Pregnancy Could Worsen Cushing’s Due to Adrenal Tumors, Study Says
In pregnant women, changes in DNA methylation — a chemical modification used to tone down gene expression or activity — may worsen Cushing’s syndrome caused by adrenal tumors, a study reported.
Findings indicate these chemical changes cause tumors to grow faster and become larger in pregnant patients compared with patients who are not pregnant.
The study “Alterations of DNA methylation were associated with the rapid growth of cortisol-producing adrenocortical adenoma during pregnancy” was published in the journal Clinical Epigenetics.
Cushing’s syndrome is rarely seen during pregnancy, with about 220 known cases worldwide. But when it is, it is usually associated with complications for both the mother and her unborn child, with fetal mortality being as high as 25–40%.
Most of these Cushing’s cases are caused by the presence of cortisol-producing adrenocortical adenomas (CPAs).
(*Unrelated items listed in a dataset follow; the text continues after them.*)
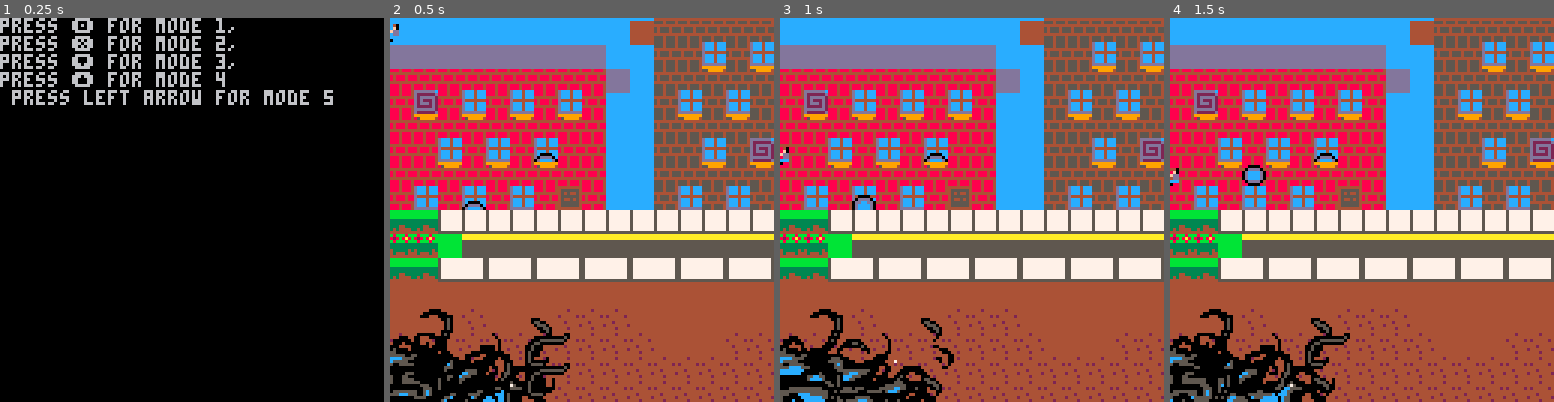
Above: before the commit, frames 1-4 (left to right).
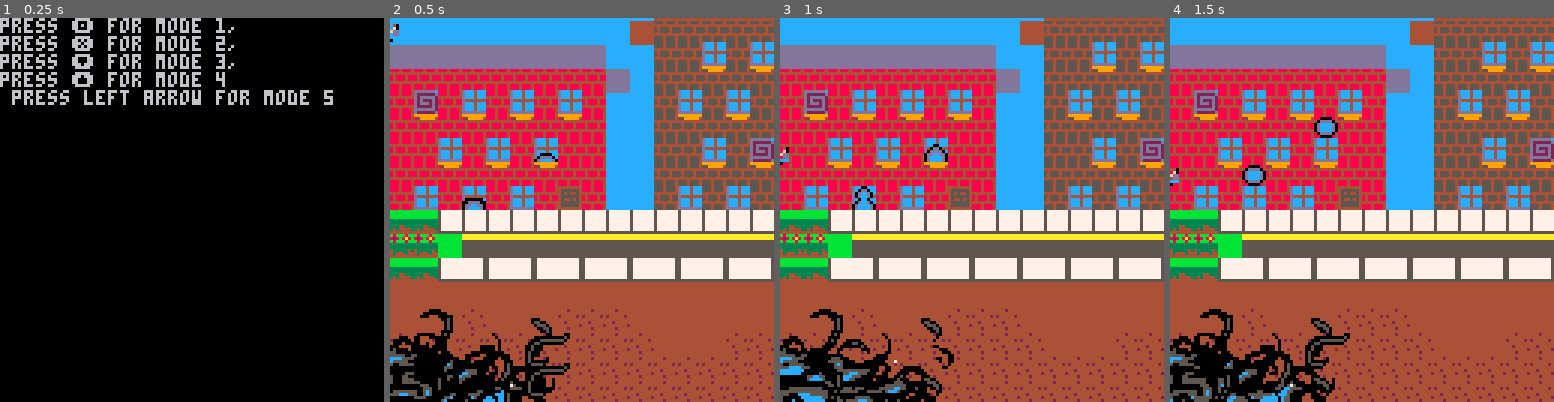
Above: after the commit, the same moments.

Repository: llopez020/Anxiety-at-its-Finest
Game: PICO-8 cartridge newbase.p8
The game is run twice, just before and just after one commit, with the same random seed, the same clock (stepped at 60 frames per second) and the same inputs.
Inputs:
- Up to frame 1 (0.25 s): no input
- Up to frame 2 (0.5 s): tap O (Z key) at 0.33 s
- Up to frame 3 (1 s): tap O (Z key) at 0.7 s
- Up to frame 4 (1.5 s): tap X (X key) at 1.07 s; tap O (Z key) at 1.43 s

Frame 1 is identical in both runs. In frame 2, 0.1% of the frame differs, in the area x 18-25%, y 46-50%; in frame 3, 0.3%; in frame 4, 0.4%, in the area x 37-44%, y 25-38%.

Commit message:
random gen blob, no scroll back

Diff:
--- a/building_generator.lua
+++ b/building_generator.lua
@@ -59,8 +59,8 @@
                     spawn = available_spawners[(flr(rnd(#available_spawners)) + 1)]
                     mset( floor_x_start, map_y_start-1, spawn)
                     if(spawn == 247) then
-                        --create_object("blob",247,floor_x_start*8,(map_y_start-1)*8,8,7)
-                        --mset(floor_x_start,map_y_start-1,0)
+                        create_object("blob",247,floor_x_start*8+building_data.xoffset_camera,(map_y_start-1)*8,8,7)
+                        mset(floor_x_start,map_y_start-1,0)
                     end
                     current_spawners += 1
                 end
--- a/newbase.p8
+++ b/newbase.p8
@@ -179,7 +179,7 @@
 
 -- moves map if player is in middle of screen
 if player.x>64 and mapx<mapwidth-8 then player.x=64 end
-if player.x<64 and mapx>=0+8 then player.x=64 end
+--if player.x<64 and mapx>=0+8 then player.x=64 end --no scroll back
 if player.y>64 and mapy<mapheight-7.875 then player.y=64 end
 if player.y<64 and mapy>=0+8 then player.y=64 end
 
@@ -815,7 +815,7 @@
 0000000000000000000000000000000000000000000000000000000000000000000000000000000000000000000000000000000000000000000000000000000000000000000000000000000000000000000000000000000000000000000000000000000000000000000000000000000000000000000000000000000000000000
 0000000000000000000000000000000000000000000000000000000000000000000000000000000000000000000000000000000000000000000000000000000000000000000000000000000000000000000000000000000000000000000000000000000000000000000000000000000000000000000000000000000000000000
 000000f700000000000000000000000000000000000000000000000000000000000000000000000000000000000000000000000000000000000000000000000000000000000000000000000000000000000000000000000000000000000000000000000000000000000000000000000000000000000000000000000000000000
-2f2f333333333333333333333333333333330000333333333333333333333333333333333333333333333333333333333333333333333333333333333333333333333333333333333333333333333333333333333333333333333333333333333333333333333333333333333333333333333333333333333333333333333333
+2f2f333333333333333333333333333333333333333333333333333333333333333333333333333333333333333333333333333333333333333333333333333333333333333333333333333333333333333333333333333333333333333333333333333333333333333333333333333333333333333333333333333333333333
 3f3f3e3838383838383838383838383838383838383e3e3e3e3e3e3e2e3e3e2f0d0d0d1e1e1e1e1e38383838383838383838383838383838383838383838383838383838383838383838383838383838383838383838383838383838383838383838383838383838383838383838383838383838383838383838383838383838
 2f2f3335333533353335333533353335333533352f2f1e1e1e1e2f2f2f2f2f0d0d0d1e1e1e1e1e0d33353335333533353335333533353335333533353335353335333533353335333533353335333533353335333533353335333533353335333533353335333533353335333533353335333533353335333533353335333533
 0d0d0d0d0d0d0d0d0d0d0d0d0d0d0d0d0d0d0d0d0d0d2f2f1e1e1e0d1e0d0d0d0d0d1e1e1e1e1e1e0d0d0d0d0d0d1e0d0d0d0d0d0d0d0d0d0d0d0d0d0d0d0d0d0d0d0d0d0d0d0d0d0d0d0d0d0d1e0d0d0d0d0d0d0d0d0d0d0d0d0d0d0d1e0d0d0d0d0d0d0d0d0d0d0d0d0d0d0d1e0d0d0d0d0d0d0d0d0d0d0d0d0d0d0d1e0d0d
Not shown, changed: the music (__music__) section of newbase.p8
Not shown, changed: the sound effects (__sfx__) section of newbase.p8

These tumors are usually benign and are found in the adrenal glands, which sit on top of the kidneys and are responsible for producing cortisol — the stress hormone that is found at excessively high levels in people with Cushing’s. (Cushing’s disease, in contrast, is due to tumors in the pituitary gland of the brain.)
Recent research has linked the excess of hormones caused by adrenal gland masses to DNA methylation.
Researchers in China wondered if DNA methylation might also be involved in the development of CPA during pregnancy due to the hormonal changes taking place within a mother-to-be.
They analyzed clinical data and looked at DNA methylation patterns across the genome (all human genes) of four pregnant and 12 other women with CPA. All were enrolled at Qilu Hospital of Shandong University from January 2019 to June 2020.
There were no significant differences in age, body mass index (a measure of body fat), blood pressure, potassium, and tumor size between these pregnant and not pregnant patient groups. However, the pregnant women had higher blood cortisol levels, estradiol, progesterone, and human chorionic gonadotropin (HCG; a hormone produced by the placenta).
Additionally, pregnant patients had a shorter disease duration with a faster tumor growth rate compared with the other patients.
Tissue analysis from both groups found enlarged tumor cells that contained high amounts of fatty molecules. However, in pregnant patients, a higher proportion of proliferating cells — those that were actively dividing — was seen relative to patients who weren’t pregnant (8% vs. 5.5%).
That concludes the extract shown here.